TASK DETAILS: Each entry below must be written out exactly, with pictures left out.

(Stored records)
-- -- --

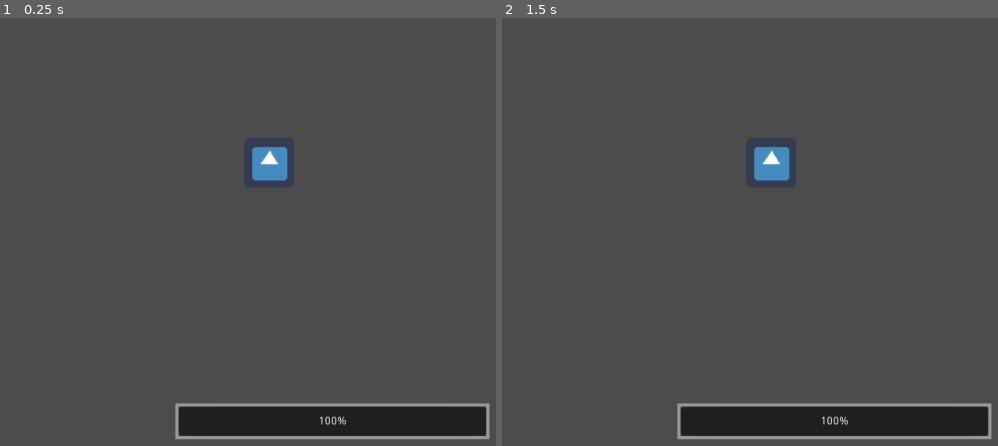
Above: before the commit, frames 1-2 (left to right).
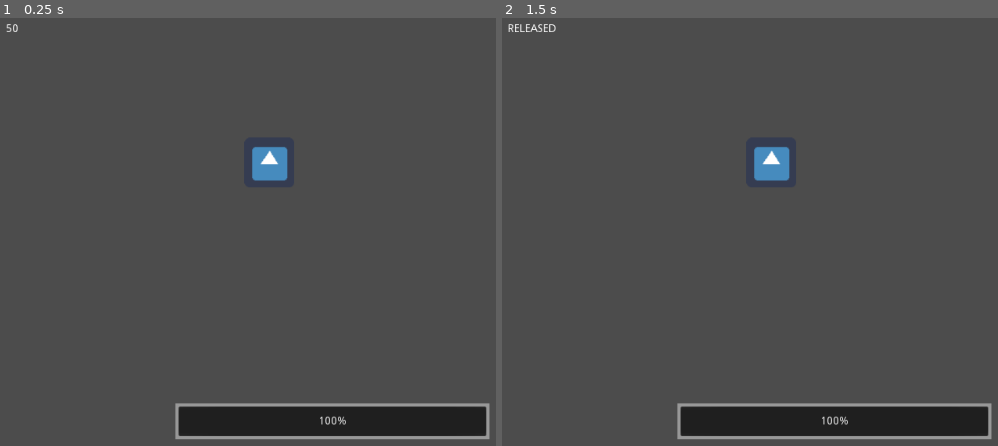
Above: after the commit, the same moments.

Repository: SaitenHazard/Android-1.0
Game: Godot game, scene res://Scene/World.tscn
The game is run twice, just before and just after one commit, with the same random seed, the same clock (stepped at 60 frames per second) and the same inputs. The engine's default icon, where the game draws it, is replaced by a stand-in: a white triangle on a blue panel in a dark square.
Inputs (mouse positions are in pixels of both pictures, inside the frame that each line leads up to):
- Up to frame 1 (0.25 s): no input
- Up to frame 2 (1.5 s): tap Enter at 0.5 s; move the mouse to (outside the picture) at 0.52 s; click (outside the picture) at 0.67 s; tap Space at 1.25 s; drag from (675, 249) to (794, 317) at 1.27 s

The runs differ from the first frame. In frame 1, less than 0.1% of the frame differs, in the area x 1-4%, y 1-4%; in frame 2, 0.1%, in the area x 1-11%, y 1-4%.

Commit message:
08/29/2021 10:38PM

Diff:
--- a/Game/Scene/CaptureCircle.gd
+++ b/Game/Scene/CaptureCircle.gd
@@ -19,6 +19,12 @@
 var draw_shape : bool = false
 var shape_set : bool = false
 
+onready var label = get_node('/root/World/Control/Label')
+
+enum STATES {PRESSED, JUST_PRESSED, RELEASED}
+
+var state
+
 func get_max_line_length():
 	return max_line_length
 
@@ -33,17 +39,34 @@
 	_find_critter_inside_shape()
 	line.points = points_use
 
-var pressed = false
+func _input(event):
+	if event is InputEventScreenTouch:
+		state = STATES.JUST_PRESSED
+		touch_position = event.position
 
-func _unhandled_input(event):
-	if event is InputEventScreenTouch  and event.pressed:
-		pressed = true
-		touch_position = event.position
-	else:
-		pressed = false
+	if event is InputEventScreenDrag:
+		state = STATES.PRESSED
+
+	if not event is InputEventScreenDrag and not event is InputEventScreenTouch:
+		state = STATES.RELEASED
+
+	_debug()
+
+func _debug():
+	if state == STATES.JUST_PRESSED:
+		print('JUST PRESSED')
+		label.text = 'JUST RELEASED'
+
+	if state == STATES.PRESSED:
+		print('PRESSED')
+		label.text = 'PRESSED'
+
+	if state == STATES.RELEASED:
+		print('RELEASED')
+		label.text = 'RELEASED'
 
 func _initialize_draw_line():
-	if pressed and points_line.empty():
+	if state == STATES.JUST_PRESSED:
 		points_line = PoolVector2Array()
 		draw_shape = false
 		point_index = 0
@@ -60,7 +83,7 @@
 	if draw_shape:
 		return
 
-	if pressed:
+	if state == STATES.JUST_PRESSED:
 		if line_lenght >= max_line_length:
 			return
 
@@ -72,8 +95,8 @@
 			points_line.append(touch_position)
 			point_index +=1
 
-	if not pressed:
-		points_use = PoolVector2Array()
+	if state == STATES.RELEASED:
+		points_line = PoolVector2Array()
 
 	points_use = points_line
 
--- a/Game/Scene/World.tscn
+++ b/Game/Scene/World.tscn
@@ -35,3 +35,10 @@
 __meta__ = {
 "_edit_use_anchors_": false
 }
+
+[node name="Label" type="Label" parent="Control"]
+margin_left = 92.0
+margin_top = 43.0
+margin_right = 175.0
+margin_bottom = 144.0
+text = "50"
--- a/Game/project.godot
+++ b/Game/project.godot
@@ -35,7 +35,6 @@
 [input_devices]
 
 pointing/emulate_touch_from_mouse=true
-pointing/emulate_mouse_from_touch=false
 
 [rendering]
 
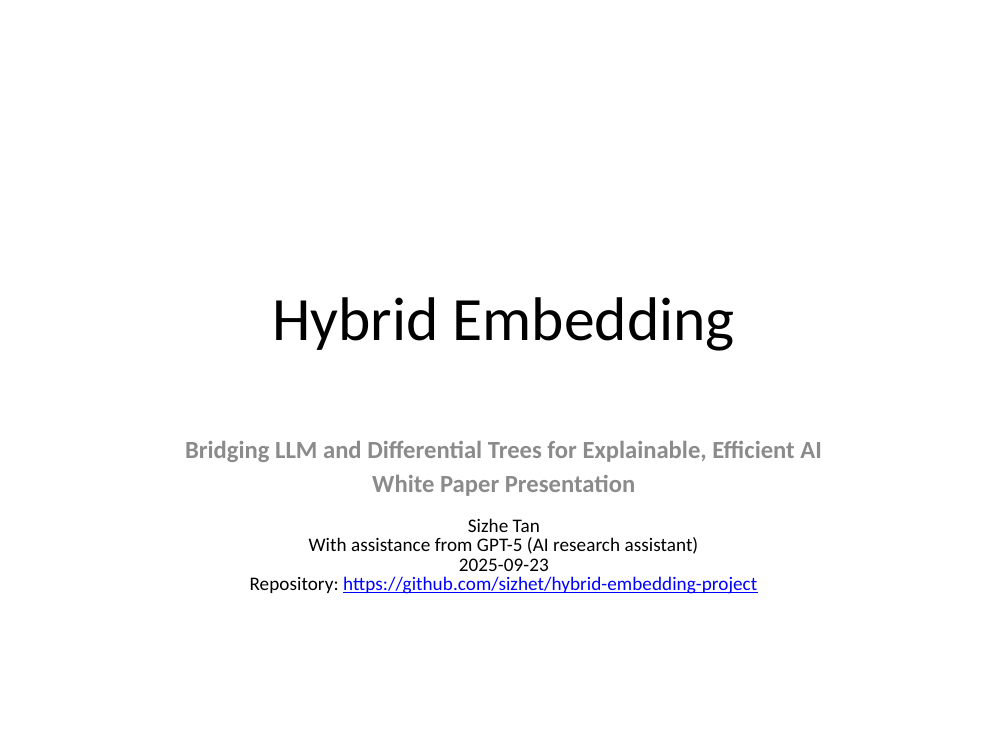
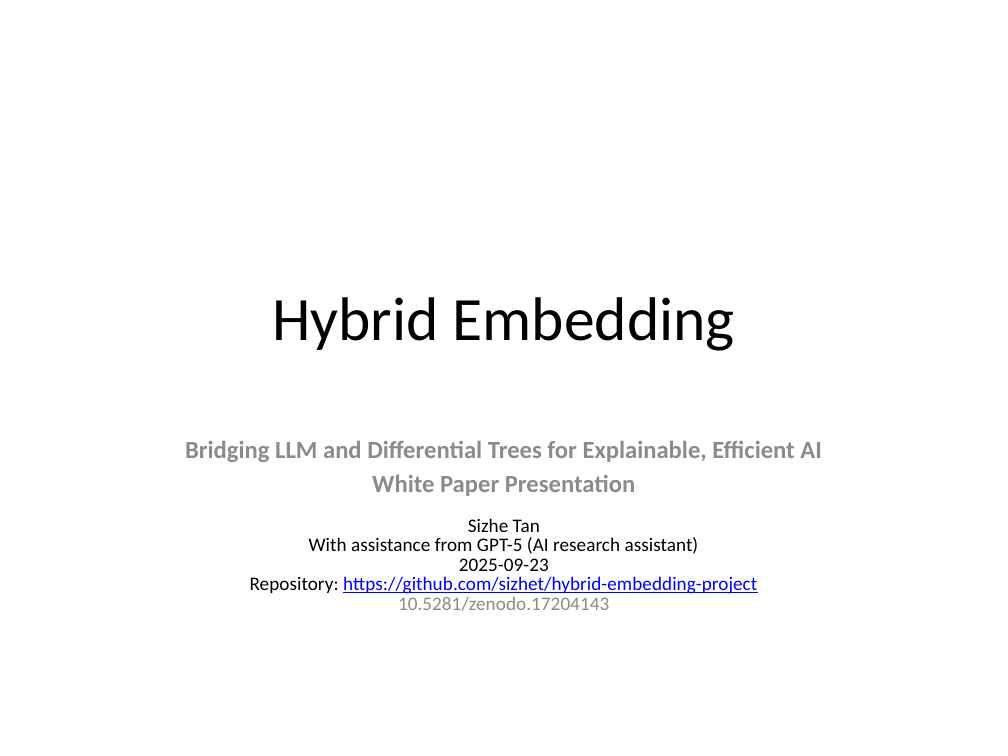
Before and after one commit to sizhet/hybrid-embedding-project, a slide deck: slide 1 of hybrid_embedding_presentation_with_diagrams.pptx. Drawn at 1008x756 pixels with LibreOffice and Linux fonts; fonts in the diff are those of the drawing. Boxes give left, top, right and bottom in pixels: in the first picture for what was removed or moved away, otherwise in the second. Text is boxed around its words. In the diff, an @@ line names an element or a change of style, - is before the commit and + after.

```diff
--- a/hybrid_embedding_presentation_with_diagrams.pptx
+++ b/hybrid_embedding_presentation_with_diagrams.pptx
@@ subtitle at (398, 597, 609, 611): paragraph added @@
+10.5281/zenodo.17204143
```
Also in this commit, not shown: 1 other slide changed, 3 other files.

-- -- --

TASK ANSWER:
Above: before the commit, frames 1-2 (left to right).
Above: after the commit, the same moments.

Repository: SaitenHazard/Android-1.0
Game: Godot game, scene res://Scene/World.tscn
The game is run twice, just before and just after one commit, with the same random seed, the same clock (stepped at 60 frames per second) and the same inputs. The engine's default icon, where the game draws it, is replaced by a stand-in: a white triangle on a blue panel in a dark square.
Inputs (mouse positions are in pixels of both pictures, inside the frame that each line leads up to):
- Up to frame 1 (0.25 s): no input
- Up to frame 2 (1.5 s): tap Enter at 0.5 s; move the mouse to (outside the picture) at 0.52 s; click (outside the picture) at 0.67 s; tap Space at 1.25 s; drag from (675, 249) to (794, 317) at 1.27 s

The runs differ from the first frame. In frame 1, less than 0.1% of the frame differs, in the area x 1-4%, y 1-4%; in frame 2, 0.1%, in the area x 1-11%, y 1-4%.

Commit message:
08/29/2021 10:38PM

Diff:
--- a/Game/Scene/CaptureCircle.gd
+++ b/Game/Scene/CaptureCircle.gd
@@ -19,6 +19,12 @@
 var draw_shape : bool = false
 var shape_set : bool = false
 
+onready var label = get_node('/root/World/Control/Label')
+
+enum STATES {PRESSED, JUST_PRESSED, RELEASED}
+
+var state
+
 func get_max_line_length():
 	return max_line_length
 
@@ -33,17 +39,34 @@
 	_find_critter_inside_shape()
 	line.points = points_use
 
-var pressed = false
+func _input(event):
+	if event is InputEventScreenTouch:
+		state = STATES.JUST_PRESSED
+		touch_position = event.position
 
-func _unhandled_input(event):
-	if event is InputEventScreenTouch  and event.pressed:
-		pressed = true
-		touch_position = event.position
-	else:
-		pressed = false
+	if event is InputEventScreenDrag:
+		state = STATES.PRESSED
+
+	if not event is InputEventScreenDrag and not event is InputEventScreenTouch:
+		state = STATES.RELEASED
+
+	_debug()
+
+func _debug():
+	if state == STATES.JUST_PRESSED:
+		print('JUST PRESSED')
+		label.text = 'JUST RELEASED'
+
+	if state == STATES.PRESSED:
+		print('PRESSED')
+		label.text = 'PRESSED'
+
+	if state == STATES.RELEASED:
+		print('RELEASED')
+		label.text = 'RELEASED'
 
 func _initialize_draw_line():
-	if pressed and points_line.empty():
+	if state == STATES.JUST_PRESSED:
 		points_line = PoolVector2Array()
 		draw_shape = false
 		point_index = 0
@@ -60,7 +83,7 @@
 	if draw_shape:
 		return
 
-	if pressed:
+	if state == STATES.JUST_PRESSED:
 		if line_lenght >= max_line_length:
 			return
 
@@ -72,8 +95,8 @@
 			points_line.append(touch_position)
 			point_index +=1
 
-	if not pressed:
-		points_use = PoolVector2Array()
+	if state == STATES.RELEASED:
+		points_line = PoolVector2Array()
 
 	points_use = points_line
 
--- a/Game/Scene/World.tscn
+++ b/Game/Scene/World.tscn
@@ -35,3 +35,10 @@
 __meta__ = {
 "_edit_use_anchors_": false
 }
+
+[node name="Label" type="Label" parent="Control"]
+margin_left = 92.0
+margin_top = 43.0
+margin_right = 175.0
+margin_bottom = 144.0
+text = "50"
--- a/Game/project.godot
+++ b/Game/project.godot
@@ -35,7 +35,6 @@
 [input_devices]
 
 pointing/emulate_touch_from_mouse=true
-pointing/emulate_mouse_from_touch=false
 
 [rendering]
 
Before and after one commit to sizhet/hybrid-embedding-project, a slide deck: slide 1 of hybrid_embedding_presentation_with_diagrams.pptx. Drawn at 1008x756 pixels with LibreOffice and Linux fonts; fonts in the diff are those of the drawing. Boxes give left, top, right and bottom in pixels: in the first picture for what was removed or moved away, otherwise in the second. Text is boxed around its words. In the diff, an @@ line names an element or a change of style, - is before the commit and + after.

```diff
--- a/hybrid_embedding_presentation_with_diagrams.pptx
+++ b/hybrid_embedding_presentation_with_diagrams.pptx
@@ subtitle at (398, 597, 609, 611): paragraph added @@
+10.5281/zenodo.17204143
```
Also in this commit, not shown: 1 other slide changed, 3 other files.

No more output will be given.